Paclitaxel (PTX) has been used as a chemotherapeutic agent for several malignancies, including breast cancer, and efforts to increase the efficiency of PTX are continuous. Previous studies have shown that the voltage-gated K⁺ channels are over-expressed in breast cancer cell lines; therefore, blocking this type of K⁺ channel reduces cell proliferation and viability.

Aims

In this study, FDA-approved 4-aminopyridine (4-AP), a voltage-gated potassium channel blocker, was used in combination with PTX to improve the anticancer activity of PTX in MCF-7 and MDA-MB-231 cell lines.

Methods and Results

Viability was determined with trypan blue, a clonogenic assay was performed, and the cell cycle was determined with a flow cytometer and immunochemistry. To gain an insight into the mechanism, intracellular K⁺ concentration, intracellular Ca²⁺ (calcium) concentration, and transmembrane potential measurements were made with corresponding fluorescent dyes. The apoptotic cell number was determined using Annexin /PI method by flow cytometer. Viability decreased with combination therapy and the clonogenic assay proved decreased colony formation. The apoptotic cell number was increased after treatment with the combination in both cell lines. Cell cycle measurements showed G₁ arrest for both MCF-7 and MDA-MB-231 cell lines upon 4-AP treatment.

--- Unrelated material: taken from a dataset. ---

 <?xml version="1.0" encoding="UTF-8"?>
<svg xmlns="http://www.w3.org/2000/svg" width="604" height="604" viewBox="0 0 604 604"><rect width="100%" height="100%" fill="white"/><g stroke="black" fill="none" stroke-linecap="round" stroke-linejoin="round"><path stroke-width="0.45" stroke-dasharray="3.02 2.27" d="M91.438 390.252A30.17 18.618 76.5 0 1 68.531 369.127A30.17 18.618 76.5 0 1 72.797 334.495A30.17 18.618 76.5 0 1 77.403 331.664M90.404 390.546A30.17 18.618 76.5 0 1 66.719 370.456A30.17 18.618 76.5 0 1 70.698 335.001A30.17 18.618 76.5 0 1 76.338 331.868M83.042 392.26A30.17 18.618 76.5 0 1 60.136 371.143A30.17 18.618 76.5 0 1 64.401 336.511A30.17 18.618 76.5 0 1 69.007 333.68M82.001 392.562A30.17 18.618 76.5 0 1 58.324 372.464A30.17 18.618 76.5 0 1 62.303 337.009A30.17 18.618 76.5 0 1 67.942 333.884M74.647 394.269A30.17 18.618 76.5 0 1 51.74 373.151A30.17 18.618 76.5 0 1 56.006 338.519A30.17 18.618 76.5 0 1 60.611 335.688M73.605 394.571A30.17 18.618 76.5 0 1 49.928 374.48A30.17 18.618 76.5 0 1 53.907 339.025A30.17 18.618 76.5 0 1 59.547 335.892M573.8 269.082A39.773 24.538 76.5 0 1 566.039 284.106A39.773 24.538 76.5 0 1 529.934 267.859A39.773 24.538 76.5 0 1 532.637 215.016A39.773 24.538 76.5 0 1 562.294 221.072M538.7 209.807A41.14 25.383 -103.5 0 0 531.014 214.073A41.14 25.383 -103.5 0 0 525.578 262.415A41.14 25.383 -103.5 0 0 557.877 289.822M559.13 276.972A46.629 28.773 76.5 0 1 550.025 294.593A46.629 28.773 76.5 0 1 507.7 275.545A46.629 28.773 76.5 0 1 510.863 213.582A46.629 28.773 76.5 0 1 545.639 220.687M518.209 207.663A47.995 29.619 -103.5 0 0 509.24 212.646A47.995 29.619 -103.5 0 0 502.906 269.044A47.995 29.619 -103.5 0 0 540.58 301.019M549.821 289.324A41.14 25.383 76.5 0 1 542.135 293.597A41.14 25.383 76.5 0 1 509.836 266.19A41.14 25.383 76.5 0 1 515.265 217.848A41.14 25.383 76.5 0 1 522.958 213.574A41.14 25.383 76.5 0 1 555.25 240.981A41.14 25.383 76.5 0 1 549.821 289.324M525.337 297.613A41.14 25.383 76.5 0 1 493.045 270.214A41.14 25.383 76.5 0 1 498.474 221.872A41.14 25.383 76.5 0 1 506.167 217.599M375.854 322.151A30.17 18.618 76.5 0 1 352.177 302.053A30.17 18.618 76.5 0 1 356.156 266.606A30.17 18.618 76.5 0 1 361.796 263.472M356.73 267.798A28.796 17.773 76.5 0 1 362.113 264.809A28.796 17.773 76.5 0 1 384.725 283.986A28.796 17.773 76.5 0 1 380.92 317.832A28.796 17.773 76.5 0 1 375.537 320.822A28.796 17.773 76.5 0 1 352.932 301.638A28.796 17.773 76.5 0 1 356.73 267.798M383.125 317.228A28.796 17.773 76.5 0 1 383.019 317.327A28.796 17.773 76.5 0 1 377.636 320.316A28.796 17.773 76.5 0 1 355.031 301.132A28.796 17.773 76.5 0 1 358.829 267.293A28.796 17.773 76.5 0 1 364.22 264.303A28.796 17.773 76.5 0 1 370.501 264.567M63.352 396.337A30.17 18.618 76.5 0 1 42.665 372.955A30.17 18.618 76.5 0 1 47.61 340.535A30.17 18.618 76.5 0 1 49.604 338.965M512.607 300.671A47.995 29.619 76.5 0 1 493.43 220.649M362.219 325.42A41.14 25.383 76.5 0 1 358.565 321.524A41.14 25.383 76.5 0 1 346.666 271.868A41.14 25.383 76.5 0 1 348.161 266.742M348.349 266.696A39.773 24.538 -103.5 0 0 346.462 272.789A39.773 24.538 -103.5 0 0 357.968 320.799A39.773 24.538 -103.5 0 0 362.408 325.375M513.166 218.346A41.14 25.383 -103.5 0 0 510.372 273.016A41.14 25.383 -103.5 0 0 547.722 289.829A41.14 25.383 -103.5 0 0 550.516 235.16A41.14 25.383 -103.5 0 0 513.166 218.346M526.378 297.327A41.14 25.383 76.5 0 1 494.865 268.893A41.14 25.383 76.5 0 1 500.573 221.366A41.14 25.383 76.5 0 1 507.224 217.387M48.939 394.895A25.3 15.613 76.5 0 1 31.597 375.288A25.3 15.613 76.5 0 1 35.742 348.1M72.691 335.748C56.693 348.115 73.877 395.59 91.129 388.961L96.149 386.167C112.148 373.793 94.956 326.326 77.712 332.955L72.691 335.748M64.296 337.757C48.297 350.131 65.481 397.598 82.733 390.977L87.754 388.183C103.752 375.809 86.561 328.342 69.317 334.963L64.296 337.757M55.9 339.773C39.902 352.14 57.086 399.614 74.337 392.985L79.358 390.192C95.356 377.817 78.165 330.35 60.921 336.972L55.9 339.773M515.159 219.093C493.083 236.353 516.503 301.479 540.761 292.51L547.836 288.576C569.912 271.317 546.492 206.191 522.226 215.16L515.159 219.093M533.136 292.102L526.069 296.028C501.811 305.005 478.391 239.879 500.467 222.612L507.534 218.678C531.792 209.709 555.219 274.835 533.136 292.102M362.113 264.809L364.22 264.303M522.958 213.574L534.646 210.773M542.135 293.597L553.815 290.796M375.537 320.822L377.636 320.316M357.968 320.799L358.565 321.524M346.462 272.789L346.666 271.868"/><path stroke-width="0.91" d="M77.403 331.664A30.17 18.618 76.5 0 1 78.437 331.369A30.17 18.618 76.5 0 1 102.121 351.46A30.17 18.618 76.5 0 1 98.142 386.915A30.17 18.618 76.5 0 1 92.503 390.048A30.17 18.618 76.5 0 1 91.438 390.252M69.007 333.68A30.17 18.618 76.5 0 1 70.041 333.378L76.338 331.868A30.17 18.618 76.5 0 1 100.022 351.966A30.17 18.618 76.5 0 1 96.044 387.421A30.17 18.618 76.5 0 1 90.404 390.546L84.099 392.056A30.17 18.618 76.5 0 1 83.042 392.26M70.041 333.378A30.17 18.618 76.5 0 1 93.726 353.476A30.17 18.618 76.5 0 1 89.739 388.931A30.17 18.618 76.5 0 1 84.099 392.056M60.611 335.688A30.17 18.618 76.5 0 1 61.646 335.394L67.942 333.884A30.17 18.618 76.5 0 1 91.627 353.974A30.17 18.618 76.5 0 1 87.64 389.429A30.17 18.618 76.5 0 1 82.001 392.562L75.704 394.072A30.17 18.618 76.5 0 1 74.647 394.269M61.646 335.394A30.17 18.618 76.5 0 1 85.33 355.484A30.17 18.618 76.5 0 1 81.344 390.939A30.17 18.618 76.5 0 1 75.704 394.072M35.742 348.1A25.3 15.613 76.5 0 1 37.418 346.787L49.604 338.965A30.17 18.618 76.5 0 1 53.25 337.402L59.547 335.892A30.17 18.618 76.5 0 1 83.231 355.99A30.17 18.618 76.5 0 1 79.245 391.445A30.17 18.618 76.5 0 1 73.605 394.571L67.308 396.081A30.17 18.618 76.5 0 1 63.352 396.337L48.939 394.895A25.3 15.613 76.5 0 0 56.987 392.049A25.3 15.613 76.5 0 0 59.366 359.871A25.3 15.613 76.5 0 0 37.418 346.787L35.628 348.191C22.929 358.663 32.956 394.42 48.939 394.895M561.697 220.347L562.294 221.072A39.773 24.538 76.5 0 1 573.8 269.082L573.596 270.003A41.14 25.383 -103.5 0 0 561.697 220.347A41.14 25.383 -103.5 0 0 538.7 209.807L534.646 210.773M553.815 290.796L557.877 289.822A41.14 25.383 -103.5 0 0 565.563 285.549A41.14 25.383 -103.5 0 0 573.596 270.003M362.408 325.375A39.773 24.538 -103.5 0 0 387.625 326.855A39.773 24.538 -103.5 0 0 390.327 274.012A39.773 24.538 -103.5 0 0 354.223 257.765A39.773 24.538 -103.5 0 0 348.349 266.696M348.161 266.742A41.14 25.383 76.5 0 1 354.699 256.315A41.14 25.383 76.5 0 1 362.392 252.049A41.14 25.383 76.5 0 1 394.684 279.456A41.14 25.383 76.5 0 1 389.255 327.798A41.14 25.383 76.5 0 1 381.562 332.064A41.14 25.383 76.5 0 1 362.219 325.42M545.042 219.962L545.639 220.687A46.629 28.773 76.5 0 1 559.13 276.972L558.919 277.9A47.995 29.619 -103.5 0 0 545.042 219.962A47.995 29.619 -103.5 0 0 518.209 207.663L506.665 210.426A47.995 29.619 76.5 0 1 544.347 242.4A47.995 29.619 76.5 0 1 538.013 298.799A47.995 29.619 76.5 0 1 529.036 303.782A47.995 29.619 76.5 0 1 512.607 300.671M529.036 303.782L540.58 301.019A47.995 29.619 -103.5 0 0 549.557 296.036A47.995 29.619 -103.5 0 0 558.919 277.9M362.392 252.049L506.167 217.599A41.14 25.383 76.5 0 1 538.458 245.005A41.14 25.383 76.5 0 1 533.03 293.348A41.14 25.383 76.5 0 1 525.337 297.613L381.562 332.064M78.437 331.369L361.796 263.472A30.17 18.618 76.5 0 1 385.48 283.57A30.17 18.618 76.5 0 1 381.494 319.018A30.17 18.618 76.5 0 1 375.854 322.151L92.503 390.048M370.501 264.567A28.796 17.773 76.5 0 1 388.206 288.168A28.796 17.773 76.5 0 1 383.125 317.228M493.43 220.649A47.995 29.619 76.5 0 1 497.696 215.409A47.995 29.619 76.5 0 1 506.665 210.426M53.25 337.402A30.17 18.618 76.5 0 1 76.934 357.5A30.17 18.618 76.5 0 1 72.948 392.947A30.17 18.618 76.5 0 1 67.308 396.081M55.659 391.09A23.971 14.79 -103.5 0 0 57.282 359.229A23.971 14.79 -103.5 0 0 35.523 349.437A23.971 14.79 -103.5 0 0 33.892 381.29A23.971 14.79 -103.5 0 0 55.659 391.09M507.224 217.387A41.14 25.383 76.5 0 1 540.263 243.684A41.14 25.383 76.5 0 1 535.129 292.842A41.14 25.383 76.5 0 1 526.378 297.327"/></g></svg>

PTX caused G₁ arrest in MCF-7 cells and S phase arrest in MDA-MB-231 cells. Combination treatment caused S phase arrest in MCF-7 cells and S phase and G₂/M phase arrest in MDA-MB-231 cells. Intracellular K⁺ concentration was increased after all treatments in both cell lines. Ca²⁺ concentration was increased significantly after combination treatment. Depolarization in the transmembrane potential was observed after all treatments in both cell lines.

Conclusion

Biophysical parameters like the transmembrane potential and ion fluxes have been defined in cancer progression which can provide new aspects for cancer treatments. This study shows that the combination of 4-AP with PTX is a promising alternative the mechanism of which needs further investigation considering the results obtained for Ca²⁺, K⁺, and membrane potential.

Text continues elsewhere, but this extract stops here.